Климов объяснил ей обязанности свидетеля, его права и ответственность, достал из папки лист бумаги и быстро написал нужный текст, протянул ей. Она пробежала глазами несколько строчек и расписалась, где он показал.
— Так, спасибо. Тогда начнем, я включаю… — И он поставил между собой и ею небольшой диктофон, нажал клавишу записи. — Что вы думаете, Зоя Сергеевна, по поводу этого трагического происшествия — убийства вашего друга?
— Что я думаю?! — Девушка изобразила, впрочем довольно естественно, изумление. — Это вы, следователь, у меня спрашиваете?!

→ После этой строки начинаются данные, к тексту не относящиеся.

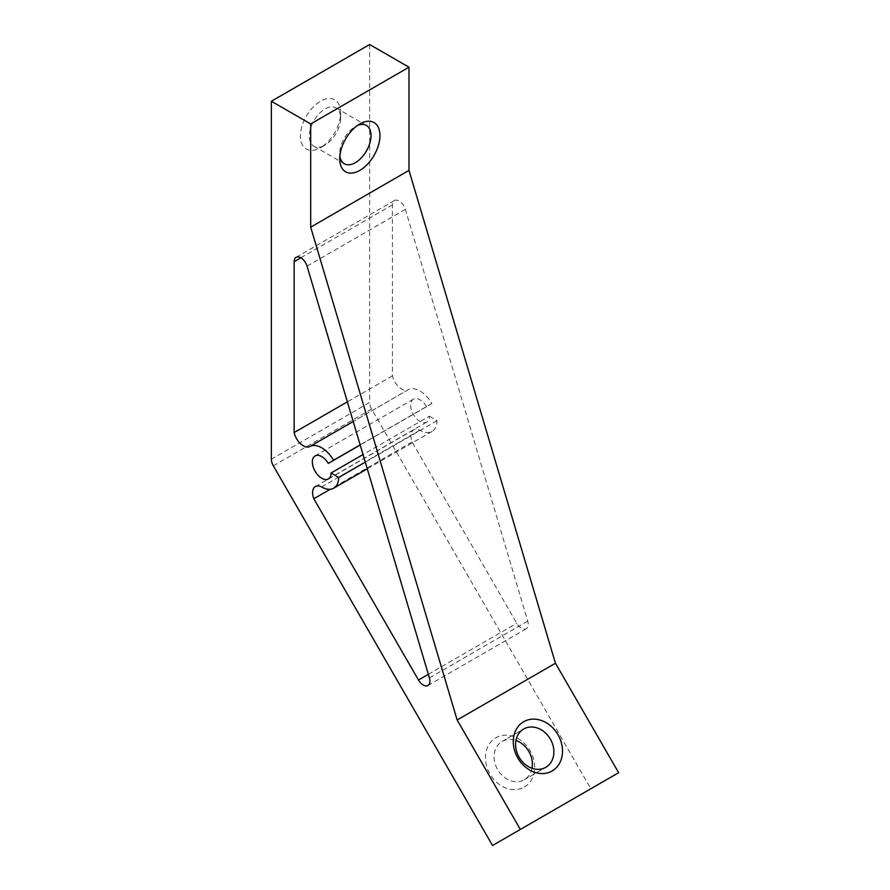 <?xml version="1.0" encoding="UTF-8"?>
<svg xmlns="http://www.w3.org/2000/svg" width="890" height="890" viewBox="0 0 890 890"><rect width="100%" height="100%" fill="white"/><g stroke="black" fill="none" stroke-linecap="round" stroke-linejoin="round"><path stroke-width="0.67" stroke-dasharray="4.45 3.34" d="M357.457 125.49A22.116 12.772 120 0 0 355.366 126.536L359.838 123.955L355.366 126.536A22.116 12.772 120 0 0 339.724 153.625A22.116 12.772 120 0 0 339.869 155.961M524.31 787.027A28.436 23.218 60 0 0 530.195 750.793A28.436 23.218 60 0 0 495.864 737.777A28.436 23.218 60 0 0 489.978 774.011A28.436 23.218 60 0 0 524.31 787.027M532.031 768.293A22.116 18.056 -120 0 1 524.31 779.729A22.116 18.056 -120 0 1 497.61 769.605A22.116 18.056 -120 0 1 502.183 741.415A22.116 18.056 -120 0 1 515.955 740.447M524.31 779.729L545.793 767.325L524.31 779.729M324.983 145.114L320.511 147.696A28.436 16.421 120 0 0 340.625 112.863A28.436 16.421 120 0 0 320.511 101.26A28.436 16.421 120 0 0 300.408 136.081A28.436 16.421 120 0 0 320.511 147.696L324.983 145.114A22.116 12.772 -60 0 1 313.925 146.205A22.116 12.772 -60 0 1 310.532 128.483A22.116 12.772 -60 0 1 324.983 108.992A22.116 12.772 -60 0 1 336.042 107.901A22.116 12.772 -60 0 1 340.625 118.025A22.116 12.772 -60 0 1 324.983 145.114M502.183 741.415L523.676 729.01L502.183 741.415M429.414 416.22L437.001 420.714A24.008 13.862 60 0 1 432.039 431.45A24.008 13.862 60 0 1 420.024 430.259A24.008 13.862 60 0 1 419.902 430.193A13.45 7.765 -120 0 0 413.705 429.814A13.45 7.765 -120 0 0 412.115 441.985L516.779 623.267A9.479 5.474 -120 0 0 526.257 628.74A9.479 5.474 -120 0 0 527.714 621.142L405.351 209.384A9.479 5.474 -120 0 0 399.154 201.029A9.479 5.474 -120 0 0 394.415 200.561A9.479 5.474 -120 0 0 392.457 204.9L392.457 375.814A13.45 7.765 -120 0 0 401.59 389.052A13.45 7.765 -120 0 0 407.932 389.909L353.219 421.504L408.021 389.865A24.008 13.862 60 0 1 431.873 403.459L426.577 406.674A13.272 7.665 -120 0 0 420.024 399.821A13.272 7.665 -120 0 0 413.394 399.165A13.272 7.665 -120 0 0 411.358 409.801A13.272 7.665 -120 0 0 420.024 421.493A13.272 7.665 -120 0 0 426.666 422.149A13.272 7.665 -120 0 0 429.414 416.22L363.031 454.545M419.902 430.193L321.601 486.941M369.661 44.5L369.661 402.469L271.361 459.218M273.33 465.826L371.631 409.066L590.838 788.74L618.639 772.698M492.526 845.5L590.838 788.74M371.631 409.066A9.479 5.474 60 0 1 369.661 402.469M412.115 441.985L330.168 489.3M437.001 420.714L365.289 462.121M426.577 406.674L360.194 445M431.873 403.459L360.161 444.867M392.457 375.814L347.367 401.846M307.05 266.143L405.351 209.384M527.714 621.142L429.403 677.902M428.346 674.32L516.779 623.267M392.457 204.9L300.853 257.788M340.625 118.025L340.625 112.863M336.042 107.901L366.424 125.446M413.394 399.165L315.093 455.925M426.666 422.149L328.366 478.909M413.705 429.814L315.405 486.563M432.039 431.45L367.281 468.841M427.957 685.489L526.257 628.74M296.114 257.321L394.415 200.561M313.925 146.205L344.308 163.749M339.724 153.625L339.724 158.787"/><path stroke-width="1.33" d="M523.676 721.723A28.436 23.218 -120 0 1 557.997 734.74A28.436 23.218 -120 0 1 552.111 770.974A28.436 23.218 -120 0 1 517.78 757.957A28.436 23.218 -120 0 1 523.676 721.723M545.793 767.325L545.793 767.325A22.116 18.056 60 0 0 550.376 739.145A22.116 18.056 60 0 0 523.676 729.01L523.676 729.01A22.116 18.056 60 0 0 519.093 757.201A22.116 18.056 60 0 0 545.793 767.325L545.793 767.325M359.838 123.955L359.838 123.955A28.436 16.421 -60 0 1 379.941 135.569A28.436 16.421 -60 0 1 359.838 170.391A28.436 16.421 -60 0 1 339.724 158.787A28.436 16.421 -60 0 1 359.838 123.955L359.838 123.955M339.869 155.961A22.116 12.772 120 0 0 344.308 163.749A22.116 12.772 120 0 0 355.366 162.659A22.116 12.772 120 0 0 369.817 143.168A22.116 12.772 120 0 0 366.424 125.446A22.116 12.772 120 0 0 357.457 125.49M515.955 740.447A22.116 18.056 -120 0 1 532.031 768.293M300.853 257.788L294.145 261.66A9.479 5.474 60 0 1 296.114 257.321A9.479 5.474 60 0 1 300.853 257.788A9.479 5.474 60 0 1 307.05 266.143L429.403 677.902A9.479 5.474 60 0 1 427.957 685.489A9.479 5.474 60 0 1 418.478 680.016L428.346 674.32M294.145 261.66L294.145 432.573A13.45 7.765 -120 0 0 303.29 445.801A13.45 7.765 -120 0 0 309.631 446.669A24.008 13.862 60 0 1 309.72 446.613L353.219 421.504L309.809 446.569M309.72 446.613A24.008 13.862 60 0 1 333.572 460.208L328.276 463.434A13.272 7.665 -120 0 0 321.724 456.581A13.272 7.665 -120 0 0 315.093 455.925A13.272 7.665 -120 0 0 313.058 466.549A13.272 7.665 -120 0 0 321.724 478.253A13.272 7.665 -120 0 0 328.366 478.909A13.272 7.665 -120 0 0 331.113 472.968L338.701 477.474A24.008 13.862 60 0 1 333.728 488.209A24.008 13.862 60 0 1 321.724 487.019A24.008 13.862 60 0 1 321.601 486.941A13.45 7.765 -120 0 0 315.405 486.563A13.45 7.765 -120 0 0 313.814 498.745L418.478 680.016M363.031 454.545L331.113 472.968M408.988 67.206L369.661 44.5L271.361 101.26L271.361 459.218A9.479 5.474 -120 0 0 273.33 465.826L492.526 845.5L618.639 772.698L555.449 663.239L408.988 170.391L408.988 67.206L310.688 123.955L271.361 101.26M520.339 829.447L457.149 719.999L555.449 663.239M457.149 719.999L310.688 227.15L408.988 170.391M310.688 227.15L310.688 123.955M330.168 489.3L313.814 498.745M365.289 462.121L338.701 477.474M360.194 445L328.276 463.434M360.161 444.867L333.572 460.208M347.367 401.846L294.145 432.573M367.281 468.841L333.728 488.209"/></g></svg>

— Именно у вас. Вы были достаточно, как мне известно, близки с Леонидом Борисовичем. Хорошо, видимо, знали его характер. Его слабости и сильные стороны. Его привязанности, интересы помимо чисто служебных. И все это на протяжении многих лет, не так ли? — Климов, конечно, блефовал, но делал это уверенно.
— От кого вы это все узнали? Это же чушь собачья! Я — знала Леонида?! Да его собственные родители толком не знали! Кто все это вам наплел?!
— Вы не поверите, но эти сведения исходили от него самого. Мне передали лица, которым он доверял.
— И даже наши интимные подробности? — уже не с иронией, а с откровенным сарказмом спросила Зоя.
— Насчет интима ничего не могу сказать, не интересовался, но к вам он относился, насколько мне известно, по-доброму.
— Ничего себе доброта!.. Задним числом…
— Вы что имеете в виду?
— Добрым ему надо было быть раньше…
— Ну хорошо, не будем спорить, вам все-таки видней. Как вы думаете, кому он мог перейти дорогу?
— Не знаю… Он говорил однажды, что ему постоянно угрожают. Но я почти уверена, что это было обычное мужское кокетство. И он был не лишен этого противного для мужчины качества.
— Когда вы с ним виделись в последний раз?
— За неделю до его гибели.
«Ответила уверенно, но слишком быстро, — отметил про себя Климов. — А как найти следы ее пребывания?»
— Вы были у него? На работе или дома?
— Приезжала на студию… потом куда-то поехали. Кажется, в тот же «Космос»… Нет, «Космос» был до того. А тогда поехали на ВВЦ. В «Подкову». Однажды к нему домой заезжали, показал, как живет.
— О чем говорили, если не секрет?
— Теперь-то уж какой секрет?.. Ну, словом, я решила, что сидеть у моря и ждать погоды… В смысле в Нижнем… Бессмысленно. И поставила вопрос ребром. Он начал юлить. Врать. И я поняла, что у него здесь кто-то завелся. Он говорил, что не готов к браку, что впереди большие планы и брак будет его стреноживать, да, именно так и сказал.
— А вы не пытались узнать, кто ваша соперница?
— А зачем? Я хоть и простой врач, но чести своей не лишилась. Человеческой, — поправилась она. — Проверять? Выслеживать? Вы так это понимаете? Нанимать сыщиков?
— Почему бы и нет? Многие так делают, когда хотят быть твердо уверены. А может, он тянул по той причине, что не хотел, чтобы и вы были замешаны в те разборки, которые у нас устраивают уголовники? Может, он в первую очередь о вас заботился?
— Как же, как же! Он ни о ком, кроме себя, не думал… Типичный эгоист.
— Но товарищи отмечали его высокое гражданское мужество. Как-то не совпадает.
— А почему? Можно быть в одном смысле мужественным, а в другом — тряпкой. И одно другому в характере человека не противоречит. Человек — сложный организм.
— Это в вас, видимо, врач говорит, — улыбнулся Климов.
— Я ему не раз говорила: оставь ты свои дурацкие темы, за которые тебе однажды башку оторвут! Думаете, послушал? Как же! Он ведь был упрямый. Зацикленный. А больше всего любил деньги. Вот из-за них мог и погореть однажды.